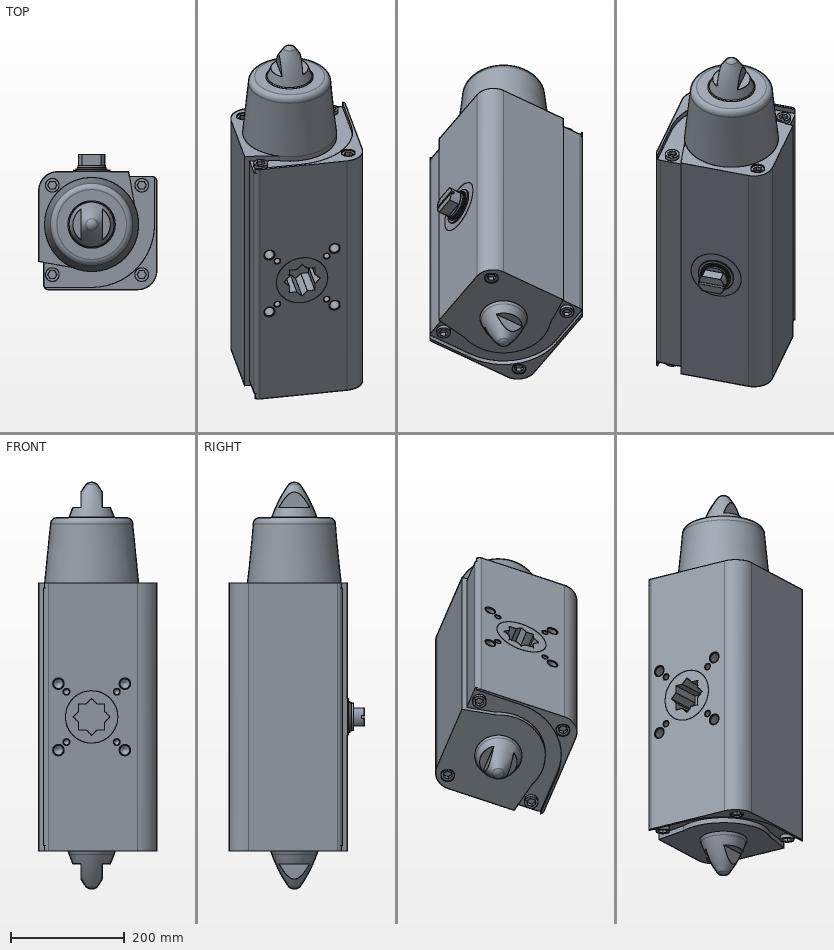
import cadquery as cq
import math


SHORT_SIDE = 93.1
LONG_SIDE = 114.6
STEPPED_SIDE = 84.5
STEP_START = 65.0
STEP_ANGLE = 10.0
BIG_CORNER_RADIUS = 34.0
SMALL_CORNER_RADIUS = 9.0
HALF_LENGTH = 235.5

POCKET_RADIUS = 110.5
POCKET_DEPTH = 9.5
SCREW_NEAR = 69.0
SCREW_FAR = 88.0
SCREW_HEAD_DIAMETER = 24.0
SCREW_HEAD_SINK = 2.7
SOCKET_FLATS = 14.0
SOCKET_DEPTH = 8.0

CAP_BASE_RADIUS = 82.6
CAP_SHOULDER_RADIUS = 72.3
CAP_ROUND = 11.0
CAP_HEIGHT = 114.3
POINTER_BASE_RADIUS = 39.5
POINTER_MID_RADIUS = 27.0
POINTER_TIP_RADIUS = 10.0
POINTER_HEIGHT = 60.95
POINTER_MID_DEPTH = 32.0
POINTER_DOME_HEIGHT = 4.0
BLADE_WIDTH = 37.5
BLADE_HEIGHT = 44.3
FLANGE_RADIUS = 41.6
TOP_FLANGE_HEIGHT = 1.4
BOTTOM_FLANGE_HEIGHT = 5.85

LARGE_HOLE_DIAMETER = 17.29
LARGE_HOLE_CIRCLE = 165.0
LARGE_HOLE_DEPTH = 35.0
LARGE_HOLE_MOUTH = 20.0
SMALL_HOLE_DIAMETER = 10.11
SMALL_HOLE_CIRCLE = 125.0
SMALL_HOLE_DEPTH = 24.0
SMALL_HOLE_MOUTH = 12.0
DRILL_POINT_ANGLE = 118.0

SHAFT_DIAMETER = 92.0
STAR_FLATS = 45.7
STAR_DEPTH = 60.0
COLLAR_DIAMETERS = (64.0, 54.6, 50.0)
COLLAR_STEP_HEIGHT = 2.3
NECK_DIAMETER = 48.0
NECK_LENGTH = 4.0
SHAFT_END = 123.1
STUB_DIAMETER = 46.5
STUB_FLATS = 32.0
SLOT_WIDTH = 4.0
SLOT_DEPTH = 5.0

STEP_SLOPE = math.tan(math.radians(STEP_ANGLE))
STEP_END = STEP_START + (SHORT_SIDE - STEPPED_SIDE) * STEP_SLOPE


def swapped(point):
    """The point mirrored about the line y = -x."""
    return (-point[1], -point[0])


def build_body():
    """The extruded housing block with its two steps and rounded corners."""
    step_outer = (-SHORT_SIDE, -STEP_START)
    step_inner = (-STEPPED_SIDE, -STEP_END)
    small_corner = (-STEPPED_SIDE, -LONG_SIDE)
    outline = [
        (-SHORT_SIDE, SHORT_SIDE),
        step_outer,
        step_inner,
        small_corner,
        (LONG_SIDE, -LONG_SIDE),
        swapped(small_corner),
        swapped(step_inner),
        swapped(step_outer),
    ]
    block = cq.Workplane("XY").polyline(outline).close().extrude(HALF_LENGTH, both=True)

    def edge_at(point):
        return cq.selectors.NearestToPointSelector((point[0], point[1], 0))

    for corner in [outline[0], outline[4]]:
        block = block.edges(edge_at(corner)).fillet(BIG_CORNER_RADIUS)
    for corner in [small_corner, swapped(small_corner)]:
        block = block.edges(edge_at(corner)).fillet(SMALL_CORNER_RADIUS)
    return block


def end_pocket():
    """Pocket around the cap on the +Z end, open to the two set-back sides."""
    floor = HALF_LENGTH - POCKET_DEPTH
    outside = 2 * LONG_SIDE
    area = (
        cq.Workplane("XY", origin=(0, 0, floor))
        .moveTo(-outside, -POCKET_RADIUS)
        .lineTo(0, -POCKET_RADIUS)
        .threePointArc(
            (POCKET_RADIUS * math.sqrt(0.5), -POCKET_RADIUS * math.sqrt(0.5)),
            (POCKET_RADIUS, 0),
        )
        .lineTo(POCKET_RADIUS, outside)
        .lineTo(-outside, outside)
        .close()
        .extrude(POCKET_DEPTH)
    )
    wall_end = (0, -STEP_START - SHORT_SIDE * STEP_SLOPE)
    wall_start = (-outside, -STEP_START + (outside - SHORT_SIDE) * STEP_SLOPE)
    land = (
        cq.Workplane("XY", origin=(0, 0, floor))
        .polyline(
            [
                (0, 0),
                wall_end,
                wall_start,
                (-outside, outside),
                swapped(wall_start),
                swapped(wall_end),
            ]
        )
        .close()
        .extrude(POCKET_DEPTH)
    )
    cap_foot = cq.Workplane("XY", origin=(0, 0, floor)).circle(CAP_BASE_RADIUS).extrude(POCKET_DEPTH)
    return area.cut(land).cut(cap_foot)


def screw_places():
    """Screw axes at one end face."""
    return [(x, y) for x in (-SCREW_NEAR, SCREW_FAR) for y in (SCREW_NEAR, -SCREW_FAR)]


def end_screws(body):
    """Sunken socket screw heads on the +Z end."""
    head_top = HALF_LENGTH - SCREW_HEAD_SINK
    heads = (
        cq.Workplane("XY", origin=(0, 0, HALF_LENGTH - POCKET_DEPTH))
        .pushPoints(screw_places())
        .circle(SCREW_HEAD_DIAMETER / 2)
        .extrude(POCKET_DEPTH)
    )
    sinks = (
        cq.Workplane("XY", origin=(0, 0, head_top))
        .pushPoints(screw_places())
        .circle(SCREW_HEAD_DIAMETER / 2)
        .extrude(SCREW_HEAD_SINK)
    )
    sockets = (
        cq.Workplane("XY", origin=(0, 0, head_top - SOCKET_DEPTH))
        .pushPoints(screw_places())
        .polygon(6, SOCKET_FLATS / math.cos(math.pi / 6))
        .extrude(SOCKET_DEPTH)
    )
    return body.union(heads).cut(sinks).cut(sockets)


def spring_cap():
    """Tapered cap on the +Z end with a rounded shoulder."""
    flat_radius = CAP_SHOULDER_RADIUS - CAP_ROUND
    diagonal = CAP_ROUND * math.sqrt(0.5)
    round_base = CAP_HEIGHT - CAP_ROUND
    return (
        cq.Workplane("XZ", origin=(0, 0, HALF_LENGTH))
        .lineTo(CAP_BASE_RADIUS, 0)
        .lineTo(CAP_SHOULDER_RADIUS, round_base)
        .threePointArc((flat_radius + diagonal, round_base + diagonal), (flat_radius, CAP_HEIGHT))
        .lineTo(0, CAP_HEIGHT)
        .close()
        .revolve(360, (0, 0, 0), (0, 1, 0))
    )


def pointer(flange_height):
    """Position pointer standing on z = 0: tapered flange, bulged cone, flat blade and domed tip."""
    height = flange_height + POINTER_HEIGHT
    dome_base = height - POINTER_DOME_HEIGHT
    dome_radius = (POINTER_TIP_RADIUS**2 + POINTER_DOME_HEIGHT**2) / (2 * POINTER_DOME_HEIGHT)
    dome_mid = POINTER_TIP_RADIUS / 2
    dome_drop = dome_radius - math.sqrt(dome_radius**2 - dome_mid**2)
    turned = (
        cq.Workplane("XZ")
        .lineTo(FLANGE_RADIUS, 0)
        .lineTo(POINTER_BASE_RADIUS, flange_height)
        .threePointArc(
            (POINTER_MID_RADIUS, height - POINTER_MID_DEPTH),
            (POINTER_TIP_RADIUS, dome_base),
        )
        .threePointArc((dome_mid, height - dome_drop), (0, height))
        .close()
        .revolve(360, (0, 0, 0), (0, 1, 0))
    )
    side_width = FLANGE_RADIUS
    for side in (-1, 1):
        side_cut = cq.Workplane("XY").box(
            side_width, 2 * FLANGE_RADIUS, BLADE_HEIGHT, centered=(True, True, False)
        )
        offset = side * (BLADE_WIDTH + side_width) / 2
        turned = turned.cut(side_cut.translate((offset, 0, height - BLADE_HEIGHT)))
    return turned


def mounting_holes(diameter, mouth, circle, depth):
    """Four chamfered, drill-pointed holes in the -Y face on one bolt circle."""
    radius = diameter / 2
    mouth_radius = mouth / 2
    point_depth = depth + radius / math.tan(math.radians(DRILL_POINT_ANGLE / 2))
    hole = (
        cq.Workplane("XY")
        .lineTo(mouth_radius, 0)
        .lineTo(radius, mouth_radius - radius)
        .lineTo(radius, depth)
        .lineTo(0, point_depth)
        .close()
        .revolve(360, (0, 0, 0), (0, 1, 0))
        .translate((0, -LONG_SIDE, 0))
    )
    reach = circle / 2 * math.sqrt(0.5)
    holes = cq.Workplane("XY")
    for x in (-reach, reach):
        for z in (-reach, reach):
            holes = holes.add(hole.translate((x, 0, z)))
    return holes


def shaft_cylinder():
    """Cylinder along Y that fills the housing from face to face."""
    return (
        cq.Workplane("XZ", origin=(0, SHORT_SIDE, 0))
        .circle(SHAFT_DIAMETER / 2)
        .extrude(SHORT_SIDE + LONG_SIDE)
    )


def build_housing():
    """Block with end pockets, screws, cap, pointers, mounting holes and the shaft bore."""
    housing = build_body()
    for _ in range(2):
        housing = end_screws(housing.cut(end_pocket()))
        housing = housing.mirror("XY")
    top_pointer = pointer(TOP_FLANGE_HEIGHT).translate((0, 0, HALF_LENGTH + CAP_HEIGHT))
    bottom_pointer = pointer(BOTTOM_FLANGE_HEIGHT).mirror("XY").translate((0, 0, -HALF_LENGTH))
    housing = housing.union(spring_cap()).union(top_pointer).union(bottom_pointer)
    large_holes = mounting_holes(
        LARGE_HOLE_DIAMETER, LARGE_HOLE_MOUTH, LARGE_HOLE_CIRCLE, LARGE_HOLE_DEPTH
    )
    small_holes = mounting_holes(
        SMALL_HOLE_DIAMETER, SMALL_HOLE_MOUTH, SMALL_HOLE_CIRCLE, SMALL_HOLE_DEPTH
    )
    for hole in large_holes.vals() + small_holes.vals():
        housing = housing.cut(cq.Workplane(hole))
    return housing.cut(shaft_cylinder())


def build_shaft():
    """Drive shaft with a star socket in front and a slotted, two-flat stub behind."""
    shaft = shaft_cylinder()
    collar_top = SHORT_SIDE
    for diameter in COLLAR_DIAMETERS:
        collar_top += COLLAR_STEP_HEIGHT
        shaft = shaft.union(
            cq.Workplane("XZ", origin=(0, collar_top, 0)).circle(diameter / 2).extrude(COLLAR_STEP_HEIGHT)
        )
    neck_top = collar_top + NECK_LENGTH
    neck = cq.Workplane("XZ", origin=(0, neck_top, 0)).circle(NECK_DIAMETER / 2).extrude(NECK_LENGTH)
    end_plane = cq.Workplane("XZ", origin=(0, SHAFT_END, 0))
    stub_length = SHAFT_END - neck_top
    flats = end_plane.rect(STUB_DIAMETER, STUB_FLATS).extrude(stub_length)
    stub = end_plane.circle(STUB_DIAMETER / 2).extrude(stub_length).intersect(flats)
    slot = end_plane.rect(STUB_DIAMETER, SLOT_WIDTH).extrude(SLOT_DEPTH)
    shaft = shaft.union(neck).union(stub.cut(slot))
    for angle in (0, 45):
        square = (
            cq.Workplane("XZ", origin=(0, STAR_DEPTH - LONG_SIDE, 0))
            .rect(STAR_FLATS, STAR_FLATS)
            .extrude(STAR_DEPTH)
            .rotate((0, 0, 0), (0, 1, 0), angle)
        )
        shaft = shaft.cut(square)
    return shaft


housing = build_housing()
shaft = build_shaft()
result = cq.Compound.makeCompound([housing.solids().val(), shaft.solids().val()])

___

Up to and including the line with "POINTER_TIP_RADIUS = 10.0", copy the data above from its first line. Skip pictures.

import cadquery as cq
import math


SHORT_SIDE = 93.1
LONG_SIDE = 114.6
STEPPED_SIDE = 84.5
STEP_START = 65.0
STEP_ANGLE = 10.0
BIG_CORNER_RADIUS = 34.0
SMALL_CORNER_RADIUS = 9.0
HALF_LENGTH = 235.5

POCKET_RADIUS = 110.5
POCKET_DEPTH = 9.5
SCREW_NEAR = 69.0
SCREW_FAR = 88.0
SCREW_HEAD_DIAMETER = 24.0
SCREW_HEAD_SINK = 2.7
SOCKET_FLATS = 14.0
SOCKET_DEPTH = 8.0

CAP_BASE_RADIUS = 82.6
CAP_SHOULDER_RADIUS = 72.3
CAP_ROUND = 11.0
CAP_HEIGHT = 114.3
POINTER_BASE_RADIUS = 39.5
POINTER_MID_RADIUS = 27.0
POINTER_TIP_RADIUS = 10.0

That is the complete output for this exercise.